„Eine Bereicherung“: Agil-Geschäftsführerin Sylvia Podewils, Vorsitzender Peter Felbermeier, Projektleiterin Christine Unzeitig und die Leiterin der KZ-Gedenkstätte Dachau, Dr. Gabriele Hammermann. foto: ch

KZ-Gedenkstätte tritt Dachau Agil bei

Dachau - Der Regionalentwicklungsverein Dachau Agil freut sich über ein bedeutendes neues Mitglied: die KZ-Gedenkstätte Dachau.

Die Bürgerbeteiligung, ein wichtiger Punkt für Dachau Agil, spielt auch in der Gedenkarbeit eine wichtige Rolle, heißt es in einer Presseerklärung.

Vorsitzender Peter Felbermeier betont: „Der Beitritt der Gedenkstätte ist für Dachau Agil ein großer Schritt.
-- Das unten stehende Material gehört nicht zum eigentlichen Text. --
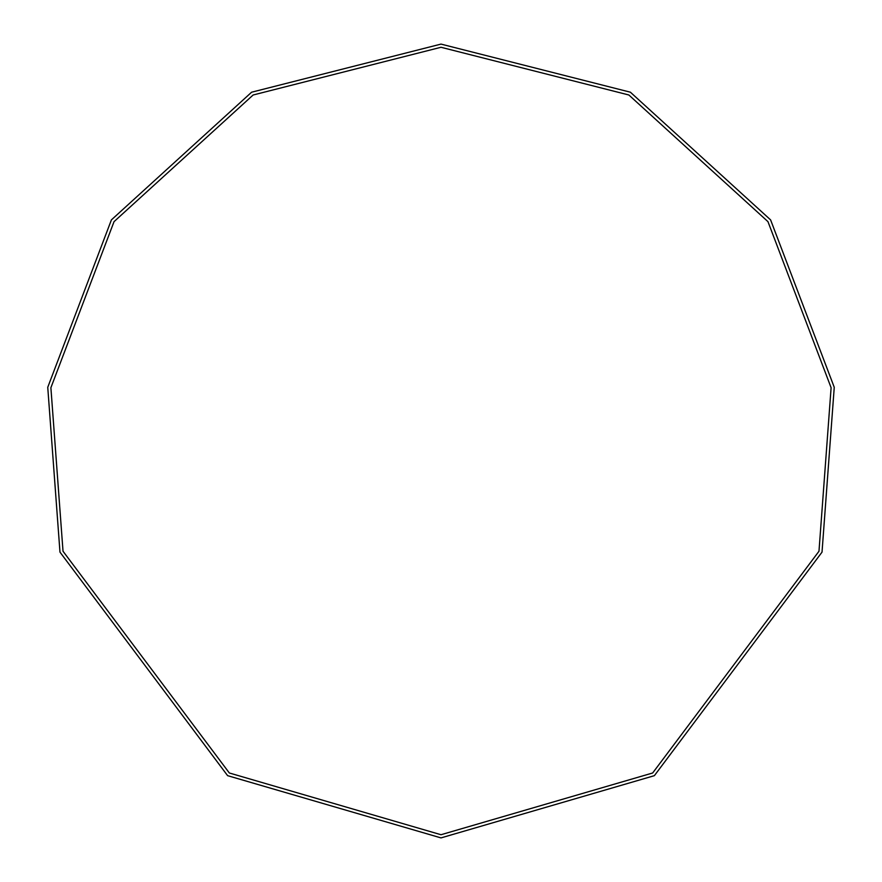 <?xml version="1.0" encoding="UTF-8"?>
<svg xmlns="http://www.w3.org/2000/svg" width="882" height="882" viewBox="0 0 882 882"><rect width="100%" height="100%" fill="white"/><g stroke="black" fill="none" stroke-linecap="round" stroke-linejoin="round"><path stroke-width="1.32" d="M441 837.9L654.378 775.664L822.024 552.132L834.251 387.297L770.603 219.894L630.387 92.202L441 44.1L251.613 92.202L111.397 219.894L47.749 387.297L59.976 552.132L227.622 775.664L441 837.9M441 834.725L652.669 772.985L818.981 551.239L831.109 387.727L767.968 221.658L628.866 94.991L441 47.275L253.134 94.991L114.032 221.658L50.891 387.727L63.019 551.239L229.331 772.985L441 834.725"/></g></svg>
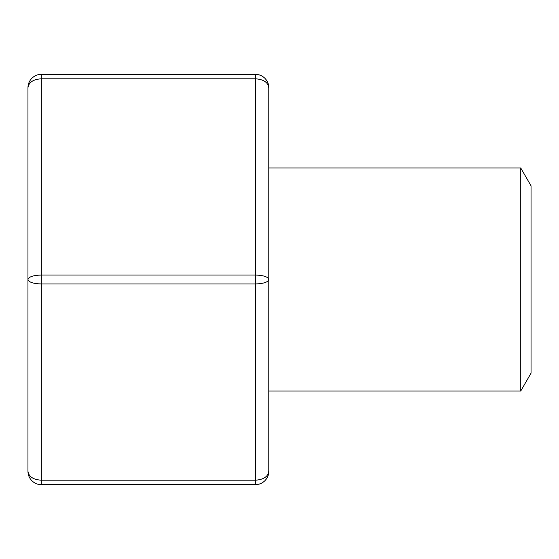 <?xml version="1.0" encoding="UTF-8"?>
<svg xmlns="http://www.w3.org/2000/svg" width="559" height="559" viewBox="0 0 559 559"><rect width="100%" height="100%" fill="white"/><g stroke="black" fill="none" stroke-linecap="round" stroke-linejoin="round"><path stroke-width="0.84" d="M520.75 168L520.75 391L531.05 373.16L531.05 185.84L520.75 168L268.795 168M41.331 484.667L255.414 484.667L41.331 484.667C37.663 484.604 34.504 483.297 31.87 480.747C34.504 483.297 37.663 484.604 41.331 484.667L41.331 480.202L255.414 480.202C263.527 479.664 267.985 476.694 268.795 471.286C268.739 474.954 267.433 478.106 264.875 480.747C267.433 478.106 268.739 474.954 268.795 471.286L268.795 87.714C268.739 84.046 267.433 80.894 264.875 78.253C267.433 80.894 268.739 84.046 268.795 87.714C268.739 84.074 267.433 80.922 264.875 78.253C262.241 75.703 259.083 74.396 255.414 74.333C259.083 74.396 262.241 75.703 264.875 78.253M255.414 484.667C259.083 484.604 262.241 483.297 264.875 480.747C262.241 483.297 259.083 484.604 255.414 484.667L255.414 283.958L41.331 283.958L41.331 275.042L255.414 275.042L255.414 78.798L41.331 78.798L41.331 74.333C37.663 74.396 34.504 75.703 31.87 78.253C29.313 80.894 28.013 84.046 27.95 87.714C28.761 82.306 33.219 79.336 41.331 78.798L41.331 275.042C33.219 275.308 28.761 276.796 27.95 279.5C28.761 282.204 33.219 283.692 41.331 283.958L41.331 480.202C33.219 479.664 28.761 476.694 27.95 471.286C28.013 474.954 29.313 478.106 31.87 480.747C29.313 478.106 28.013 474.954 27.95 471.286L27.95 87.714C28.013 84.046 29.313 80.894 31.87 78.253C34.504 75.703 37.663 74.396 41.331 74.333L255.414 74.333L255.414 78.798C263.527 79.336 267.985 82.306 268.795 87.714M268.795 391.894L268.795 167.106M255.414 283.958C263.527 283.692 267.985 282.204 268.795 279.5C267.985 276.796 263.527 275.308 255.414 275.042L255.414 283.958M520.75 391L268.795 391M27.95 471.286C28.006 474.926 29.313 478.078 31.87 480.747M264.889 480.733L264.875 480.747C267.433 478.078 268.739 474.926 268.795 471.286M31.87 78.253L31.856 78.267C29.313 80.922 28.006 84.074 27.95 87.714"/></g></svg>

Wir freuen uns über unser neues Mitglied und die damit verbundene Aufwertung unseres Vereins, gerade im Bereich der Vergangenheitsarbeit sowie der Zeitgeschichte.“ Insbesondere das Gremium, das über die Beantragung der EU-Förderung entscheidet, profitiert laut Felbermeier von der fachlichen Einbringung der Gedenkstätte.

Christine Unzeitig, Projektleiterin des Agil-Projektes „Naherholung und Tourismus im Dachauer Land“, hatte den Kontakt zwischen Gedenkstättenleitung und der Geschäftsführung von Dachau Agil im Sommer hergestellt. Sie überreichte Dr. Gabriele Hammermann, der Leiterin der KZ-Gedenkstätte, feierlich die Entwicklungsstrategie des Landkreises Dachau, sozusagen das Programm der regionalen Entwicklung in den nächsten Jahren. Es steht unter dem Motto „Vielfalt vernetzen“. Der Beitritt der Gedenkstätte zu Dachau Agil macht diesem Leitbild laut Unzeitig alle Ehre. (ch)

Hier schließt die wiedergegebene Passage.